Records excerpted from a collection
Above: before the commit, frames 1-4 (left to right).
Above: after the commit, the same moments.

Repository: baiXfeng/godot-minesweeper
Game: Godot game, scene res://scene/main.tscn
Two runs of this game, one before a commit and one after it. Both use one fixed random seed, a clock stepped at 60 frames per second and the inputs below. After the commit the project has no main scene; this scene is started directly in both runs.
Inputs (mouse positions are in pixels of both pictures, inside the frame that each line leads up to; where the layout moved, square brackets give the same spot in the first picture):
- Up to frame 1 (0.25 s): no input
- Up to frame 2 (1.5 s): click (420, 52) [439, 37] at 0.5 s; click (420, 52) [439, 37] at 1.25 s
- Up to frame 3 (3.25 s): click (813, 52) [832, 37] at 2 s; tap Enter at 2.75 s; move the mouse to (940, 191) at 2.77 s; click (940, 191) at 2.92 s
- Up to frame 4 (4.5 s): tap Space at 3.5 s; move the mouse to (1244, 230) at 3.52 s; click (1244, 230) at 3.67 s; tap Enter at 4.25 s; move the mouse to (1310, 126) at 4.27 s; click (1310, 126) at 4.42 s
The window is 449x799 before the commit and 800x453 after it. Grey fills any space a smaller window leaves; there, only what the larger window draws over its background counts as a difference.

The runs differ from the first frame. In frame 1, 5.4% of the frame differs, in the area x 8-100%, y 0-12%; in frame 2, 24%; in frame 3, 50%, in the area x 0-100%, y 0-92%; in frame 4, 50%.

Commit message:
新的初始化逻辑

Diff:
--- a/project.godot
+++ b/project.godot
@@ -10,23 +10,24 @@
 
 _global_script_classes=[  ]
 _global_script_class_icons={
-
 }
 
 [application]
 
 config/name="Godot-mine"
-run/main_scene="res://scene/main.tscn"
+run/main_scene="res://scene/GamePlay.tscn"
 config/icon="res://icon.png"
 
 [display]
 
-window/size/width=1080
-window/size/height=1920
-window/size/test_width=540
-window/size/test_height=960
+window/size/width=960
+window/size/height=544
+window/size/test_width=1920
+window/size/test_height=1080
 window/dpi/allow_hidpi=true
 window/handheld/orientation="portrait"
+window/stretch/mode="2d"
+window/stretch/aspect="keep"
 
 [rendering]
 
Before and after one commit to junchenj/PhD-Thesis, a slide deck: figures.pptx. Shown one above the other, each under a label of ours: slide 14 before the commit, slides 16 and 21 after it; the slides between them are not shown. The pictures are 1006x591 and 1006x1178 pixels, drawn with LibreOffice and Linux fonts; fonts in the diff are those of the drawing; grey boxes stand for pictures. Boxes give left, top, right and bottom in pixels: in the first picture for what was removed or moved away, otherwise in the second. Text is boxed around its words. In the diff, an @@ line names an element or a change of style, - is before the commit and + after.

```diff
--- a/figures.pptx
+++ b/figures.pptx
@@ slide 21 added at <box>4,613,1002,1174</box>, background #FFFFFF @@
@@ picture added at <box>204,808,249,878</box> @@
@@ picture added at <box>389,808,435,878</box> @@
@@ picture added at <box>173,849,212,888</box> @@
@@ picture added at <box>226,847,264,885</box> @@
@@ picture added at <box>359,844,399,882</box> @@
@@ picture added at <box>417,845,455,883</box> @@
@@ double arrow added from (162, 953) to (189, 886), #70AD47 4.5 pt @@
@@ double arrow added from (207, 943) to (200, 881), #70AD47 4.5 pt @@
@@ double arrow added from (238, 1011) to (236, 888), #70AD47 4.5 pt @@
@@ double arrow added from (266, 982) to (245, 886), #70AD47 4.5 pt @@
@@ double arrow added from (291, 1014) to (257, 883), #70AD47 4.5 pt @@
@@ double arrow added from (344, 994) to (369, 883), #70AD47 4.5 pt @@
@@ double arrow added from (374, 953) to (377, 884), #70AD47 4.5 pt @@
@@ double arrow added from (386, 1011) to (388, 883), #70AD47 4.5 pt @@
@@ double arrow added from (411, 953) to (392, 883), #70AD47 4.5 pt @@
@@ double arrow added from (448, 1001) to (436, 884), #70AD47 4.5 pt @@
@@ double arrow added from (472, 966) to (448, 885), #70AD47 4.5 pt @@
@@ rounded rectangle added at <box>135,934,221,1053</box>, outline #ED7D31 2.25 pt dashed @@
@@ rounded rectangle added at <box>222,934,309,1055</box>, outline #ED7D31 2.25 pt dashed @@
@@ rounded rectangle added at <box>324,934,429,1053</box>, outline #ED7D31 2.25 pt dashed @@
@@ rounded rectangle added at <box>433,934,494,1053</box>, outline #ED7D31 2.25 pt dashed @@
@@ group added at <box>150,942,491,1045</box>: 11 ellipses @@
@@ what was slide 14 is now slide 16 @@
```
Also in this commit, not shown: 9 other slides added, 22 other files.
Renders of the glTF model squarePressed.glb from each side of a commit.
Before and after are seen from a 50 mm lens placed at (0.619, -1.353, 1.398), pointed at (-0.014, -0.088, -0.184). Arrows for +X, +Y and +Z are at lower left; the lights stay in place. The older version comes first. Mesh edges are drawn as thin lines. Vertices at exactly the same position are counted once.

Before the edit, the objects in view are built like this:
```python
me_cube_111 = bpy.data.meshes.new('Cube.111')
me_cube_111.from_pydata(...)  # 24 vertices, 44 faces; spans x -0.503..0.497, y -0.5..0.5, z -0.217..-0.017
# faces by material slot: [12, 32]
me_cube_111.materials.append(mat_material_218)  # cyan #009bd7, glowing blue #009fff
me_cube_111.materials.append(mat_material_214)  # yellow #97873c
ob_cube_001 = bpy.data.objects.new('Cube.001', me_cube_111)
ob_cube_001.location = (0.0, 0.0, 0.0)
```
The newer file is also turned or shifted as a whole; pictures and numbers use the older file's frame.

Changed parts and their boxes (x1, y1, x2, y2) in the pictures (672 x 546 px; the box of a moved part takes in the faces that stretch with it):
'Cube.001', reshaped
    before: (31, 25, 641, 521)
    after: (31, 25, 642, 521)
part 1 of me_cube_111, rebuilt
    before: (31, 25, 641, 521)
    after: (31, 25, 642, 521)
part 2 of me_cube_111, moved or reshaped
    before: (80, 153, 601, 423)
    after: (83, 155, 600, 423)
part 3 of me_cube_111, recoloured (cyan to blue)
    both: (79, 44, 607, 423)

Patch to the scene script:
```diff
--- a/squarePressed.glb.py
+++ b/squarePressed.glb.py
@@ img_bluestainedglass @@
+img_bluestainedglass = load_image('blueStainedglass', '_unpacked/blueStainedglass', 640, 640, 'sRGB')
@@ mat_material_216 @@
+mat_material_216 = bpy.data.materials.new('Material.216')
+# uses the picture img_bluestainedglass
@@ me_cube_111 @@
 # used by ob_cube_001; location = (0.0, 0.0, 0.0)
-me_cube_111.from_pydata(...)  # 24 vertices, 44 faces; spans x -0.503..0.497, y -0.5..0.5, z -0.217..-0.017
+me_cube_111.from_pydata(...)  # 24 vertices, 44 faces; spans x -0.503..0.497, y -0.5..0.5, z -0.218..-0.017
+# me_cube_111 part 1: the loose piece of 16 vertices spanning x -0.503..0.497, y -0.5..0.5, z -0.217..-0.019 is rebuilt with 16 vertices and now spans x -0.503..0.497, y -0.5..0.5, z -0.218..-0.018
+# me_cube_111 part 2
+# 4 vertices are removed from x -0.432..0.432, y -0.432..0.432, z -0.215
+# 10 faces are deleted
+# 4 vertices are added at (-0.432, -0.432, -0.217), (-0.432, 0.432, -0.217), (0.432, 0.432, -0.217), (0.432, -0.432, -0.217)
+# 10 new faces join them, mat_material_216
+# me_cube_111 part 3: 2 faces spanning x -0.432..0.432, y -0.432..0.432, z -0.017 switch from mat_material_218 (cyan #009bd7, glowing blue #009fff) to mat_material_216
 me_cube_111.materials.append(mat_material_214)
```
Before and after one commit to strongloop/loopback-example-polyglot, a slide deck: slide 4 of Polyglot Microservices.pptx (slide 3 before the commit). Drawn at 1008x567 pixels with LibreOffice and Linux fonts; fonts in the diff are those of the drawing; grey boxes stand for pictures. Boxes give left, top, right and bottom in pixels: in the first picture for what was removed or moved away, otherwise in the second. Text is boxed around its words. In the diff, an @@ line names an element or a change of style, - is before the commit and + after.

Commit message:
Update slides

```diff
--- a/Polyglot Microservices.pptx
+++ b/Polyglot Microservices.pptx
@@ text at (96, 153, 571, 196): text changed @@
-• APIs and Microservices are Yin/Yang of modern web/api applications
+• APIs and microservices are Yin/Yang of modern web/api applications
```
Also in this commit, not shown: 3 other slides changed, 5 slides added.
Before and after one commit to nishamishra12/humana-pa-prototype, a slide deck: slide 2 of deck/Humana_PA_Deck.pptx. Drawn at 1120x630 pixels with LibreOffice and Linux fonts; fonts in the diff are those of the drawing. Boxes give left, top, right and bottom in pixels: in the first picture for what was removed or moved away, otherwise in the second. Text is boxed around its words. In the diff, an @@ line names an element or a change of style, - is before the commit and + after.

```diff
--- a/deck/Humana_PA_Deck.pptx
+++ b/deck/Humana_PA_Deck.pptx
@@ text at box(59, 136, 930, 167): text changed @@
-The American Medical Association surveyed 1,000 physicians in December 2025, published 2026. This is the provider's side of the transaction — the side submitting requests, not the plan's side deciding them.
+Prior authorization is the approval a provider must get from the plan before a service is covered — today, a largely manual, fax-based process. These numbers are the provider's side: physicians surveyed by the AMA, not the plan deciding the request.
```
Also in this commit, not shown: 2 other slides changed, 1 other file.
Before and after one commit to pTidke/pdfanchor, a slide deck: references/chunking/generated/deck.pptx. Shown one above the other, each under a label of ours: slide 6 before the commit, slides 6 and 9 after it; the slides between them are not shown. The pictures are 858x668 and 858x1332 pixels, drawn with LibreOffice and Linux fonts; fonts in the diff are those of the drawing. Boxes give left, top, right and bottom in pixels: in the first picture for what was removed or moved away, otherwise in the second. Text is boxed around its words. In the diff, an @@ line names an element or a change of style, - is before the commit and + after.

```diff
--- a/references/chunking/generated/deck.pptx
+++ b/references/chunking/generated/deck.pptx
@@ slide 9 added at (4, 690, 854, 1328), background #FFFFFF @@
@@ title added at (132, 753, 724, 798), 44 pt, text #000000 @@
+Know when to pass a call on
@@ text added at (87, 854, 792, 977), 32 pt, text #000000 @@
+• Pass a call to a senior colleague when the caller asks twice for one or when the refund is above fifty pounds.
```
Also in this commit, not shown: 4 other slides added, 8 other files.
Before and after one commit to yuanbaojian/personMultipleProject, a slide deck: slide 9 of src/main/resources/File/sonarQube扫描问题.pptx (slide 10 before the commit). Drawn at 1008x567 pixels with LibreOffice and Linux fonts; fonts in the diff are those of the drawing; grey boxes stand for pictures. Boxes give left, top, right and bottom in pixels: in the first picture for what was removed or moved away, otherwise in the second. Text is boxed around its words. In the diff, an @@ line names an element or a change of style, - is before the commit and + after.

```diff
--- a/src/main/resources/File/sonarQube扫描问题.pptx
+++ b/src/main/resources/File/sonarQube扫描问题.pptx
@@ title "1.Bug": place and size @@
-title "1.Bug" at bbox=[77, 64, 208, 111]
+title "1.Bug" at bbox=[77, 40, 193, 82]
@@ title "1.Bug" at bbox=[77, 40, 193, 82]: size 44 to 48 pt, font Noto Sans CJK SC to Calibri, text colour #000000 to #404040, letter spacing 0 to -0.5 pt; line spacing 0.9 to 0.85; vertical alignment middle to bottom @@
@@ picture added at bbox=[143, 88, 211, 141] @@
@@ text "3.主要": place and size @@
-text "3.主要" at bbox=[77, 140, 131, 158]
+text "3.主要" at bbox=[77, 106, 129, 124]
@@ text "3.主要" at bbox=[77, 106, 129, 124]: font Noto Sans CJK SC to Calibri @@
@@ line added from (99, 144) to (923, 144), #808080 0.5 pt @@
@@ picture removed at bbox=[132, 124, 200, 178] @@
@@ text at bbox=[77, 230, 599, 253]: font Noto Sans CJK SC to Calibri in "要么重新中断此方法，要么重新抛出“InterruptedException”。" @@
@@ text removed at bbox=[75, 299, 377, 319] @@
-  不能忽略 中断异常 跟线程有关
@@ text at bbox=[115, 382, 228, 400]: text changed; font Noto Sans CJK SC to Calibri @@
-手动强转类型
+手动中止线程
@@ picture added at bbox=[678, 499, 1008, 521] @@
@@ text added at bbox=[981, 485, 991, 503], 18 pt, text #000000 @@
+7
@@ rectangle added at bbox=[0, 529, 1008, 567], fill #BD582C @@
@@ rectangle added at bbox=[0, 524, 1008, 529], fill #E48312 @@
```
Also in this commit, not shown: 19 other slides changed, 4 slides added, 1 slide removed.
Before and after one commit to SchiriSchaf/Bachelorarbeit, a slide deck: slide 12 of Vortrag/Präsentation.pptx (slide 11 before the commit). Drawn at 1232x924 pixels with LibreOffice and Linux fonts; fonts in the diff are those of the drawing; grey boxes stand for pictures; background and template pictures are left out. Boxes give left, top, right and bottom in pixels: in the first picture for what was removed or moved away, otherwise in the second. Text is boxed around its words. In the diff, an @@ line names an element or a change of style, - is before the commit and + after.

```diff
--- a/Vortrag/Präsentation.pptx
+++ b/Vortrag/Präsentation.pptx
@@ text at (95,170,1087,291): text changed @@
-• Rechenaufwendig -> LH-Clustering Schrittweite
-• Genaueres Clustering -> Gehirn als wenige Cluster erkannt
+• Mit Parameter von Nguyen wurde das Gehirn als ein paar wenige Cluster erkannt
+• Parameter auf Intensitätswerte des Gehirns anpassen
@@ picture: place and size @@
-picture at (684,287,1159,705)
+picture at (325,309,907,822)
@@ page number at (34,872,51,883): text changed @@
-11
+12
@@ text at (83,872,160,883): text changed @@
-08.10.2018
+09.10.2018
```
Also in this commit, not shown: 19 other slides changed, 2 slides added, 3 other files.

Task brief: Among the lines above, please find those with "config" and copy them.

Answer section:
 config/name="Godot-mine"
 config/icon="res://icon.png"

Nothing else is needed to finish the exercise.